Abstract
Abstract
Background:
Oral administration of medication is often difficult in terminally ill patients with cancer. These patients require intravenous routes for high-dose opioid administration and/or parenteral nutrition. When the superior vena cava (SVC) is unsuitable for central vein catheter insertion (i.e., in patients with mediastinal masses involving the SVC), alternative access routes are needed. Of these, the femoral vein is most utilized. In our experience, the femoral tunneled catheter (FTC) is easy and safe to use. We retrospectively studied FTC outcomes in terminally ill patients with cancer.
Materials and methods:
Charts of consecutive patients admitted to the palliative care unit between April 2008 and December 2011 were reviewed. FTC is inserted into the vein by the single-puncture method using a 16-gauge catheter with a 14-gauge peel-away introducer.
Results:
Eleven patients underwent FTC insertion. In total, there were 207 days of FTC placement; the mean period in place was 19±15 days. Eight patients received parenteral opioid therapy, high doses in four cases, via FTCs. Complications were incidental arterial puncture and poor infusion rate due to hip joint bending in one case each. Neither catheter-related infection nor clinical venous thrombosis occurred.
Conclusions:
FTCs were successfully inserted, with a low complication rate. FTC, a simple technique, might be an acceptable alternative in selected terminally ill patients with cancer, when SVC insertion is difficult or contraindicated.
Introduction
However, the selected patients need intravenous routes to administer high-dose opioids when subcutaneous administration is impossible, 3 to provide osmotic diuretics, 4 blood components, 5 and total parenteral nutrition. 6 In general, central venous catheters (CVC) are inserted into the superior vena cava (SVC) via the subclavian or jugular vein. Currently, peripherally inserted central venous catheters (PICCs) are frequently used for patients with advanced cancer, mainly to maintain chemotherapy, nutritional therapy, and/or for symptom control.7,8
The subclavian or jugular venous access route and PICC may be difficult or contraindicated in some clinical situations (in patients with mediastinal masses, SVC thrombosis, or massive cutaneous metastases). In addition, subclavian or jugular vein catheterization may involve life-threatening procedure-related complications (pneumothorax, hemothorax, and arterial puncture) in terminally ill patients with cancer. 9 In these situations, alternative access routes are needed. The femoral vein is the alternative most utilized.

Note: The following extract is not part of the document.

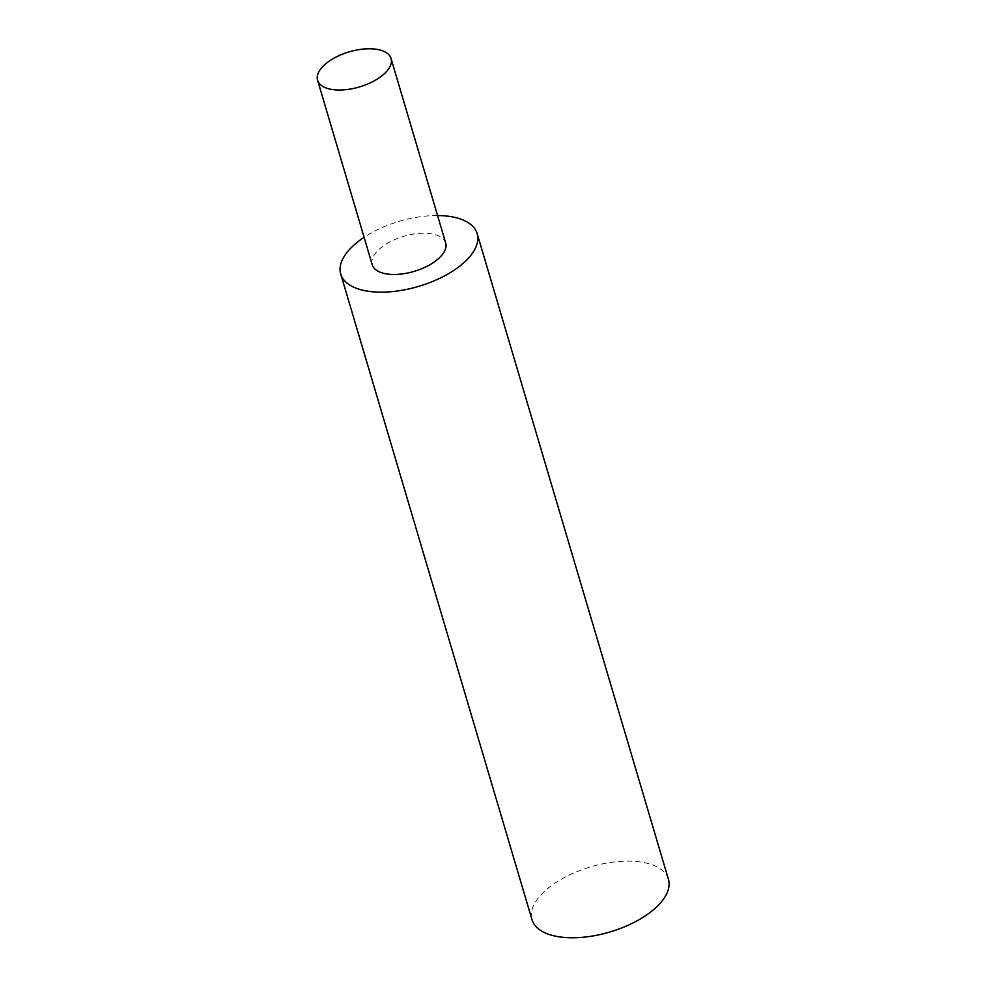 <?xml version="1.0" encoding="UTF-8"?>
<svg xmlns="http://www.w3.org/2000/svg" width="986" height="986" viewBox="0 0 986 986"><rect width="100%" height="100%" fill="white"/><g stroke="black" fill="none" stroke-linecap="round" stroke-linejoin="round"><path stroke-width="0.74" stroke-dasharray="4.93 3.7" d="M668.409 879.253A71.14 33.943 -16.5 0 0 590.552 866.904A71.14 33.943 -16.5 0 0 531.984 919.667M437.562 215.54A71.14 33.943 -16.5 0 0 364.105 237.293M445.684 242.963A38.306 18.278 -16.5 0 0 403.767 236.32A38.306 18.278 -16.5 0 0 372.227 264.729"/><path stroke-width="1.48" d="M364.105 237.293A71.14 33.943 -16.5 0 0 340.737 274.059L531.984 919.667A71.14 33.943 -16.5 0 0 558.396 936.7A71.14 33.943 -16.5 0 0 635.009 921.91A71.14 33.943 -16.5 0 0 668.409 879.253L477.175 233.645A71.14 33.943 -16.5 0 0 437.562 215.54M340.737 274.059A71.14 33.943 -16.5 0 0 367.162 291.092A71.14 33.943 -16.5 0 0 443.762 276.29A71.14 33.943 -16.5 0 0 477.175 233.645M317.591 80.273L372.227 264.729A38.306 18.278 -16.5 0 0 386.45 273.898A38.306 18.278 -16.5 0 0 427.702 265.937A38.306 18.278 -16.5 0 0 445.684 242.963L391.048 58.507A38.306 18.278 -16.5 0 0 349.13 51.864A38.306 18.278 -16.5 0 0 317.591 80.273A38.306 18.278 -16.5 0 0 331.814 89.443A38.306 18.278 -16.5 0 0 373.065 81.481A38.306 18.278 -16.5 0 0 391.048 58.507"/></g></svg>

One problem with femoral access is catheter-related infection, which has an unacceptably high rate because of fecal contamination. 10 However, use of subcutaneous tunneling can reduce catheter-related infections.11–15
We have experience using a catheter with a peel-away introducer in the femoral vein and were able to insert this catheter into the inferior vena cava easily and safely. We assessed the frequency, medical indications, intervals of femoral tunneled catheter (FTC) use, and complications in terminally ill patients with cancer.
Patients and Methods
Charts of consecutive patients admitted to our certified palliative care unit between April 2008 and December 2011 were retrospectively reviewed. Information collected on patients undergoing FTC included age, gender, primary tumor location, Eastern Cooperative Oncology Group (ECOG) performance status, medical indication for intravenous route, reason for selecting femoral access, and intervals between FTC placement and catheter-associated complications.
FTC was inserted in routine clinical practice, with written informed consent from all patients. This study was approved at an ethics meeting of the palliative care unit.
Treatment setting
Our palliative care unit has 18 beds in a 400-bed local cancer center. Inpatients (200 per year) are usually referred from home, for end-of-life care and/or intensive symptom control. Our unit has 3 attending physicians and 20 nurses, in addition to psychologists, a pain specialist service, rehabilitation staff, and volunteers.
FTC insertion procedure
All catheters are inserted by the palliative care physician in the patient room with sterile barrier precautions. FTC is inserted into the vein by the single-puncture method using a 16-gauge catheter (Argyle, 16-gauge single-lumen 70-cm catheter; Nippon Sherwood, Tokyo, Japan), packaged with a 14-gauge peel-away introducer needle and 3-mL syringe.
The technique is as follows (Fig. 1).

FTC insertion procedure.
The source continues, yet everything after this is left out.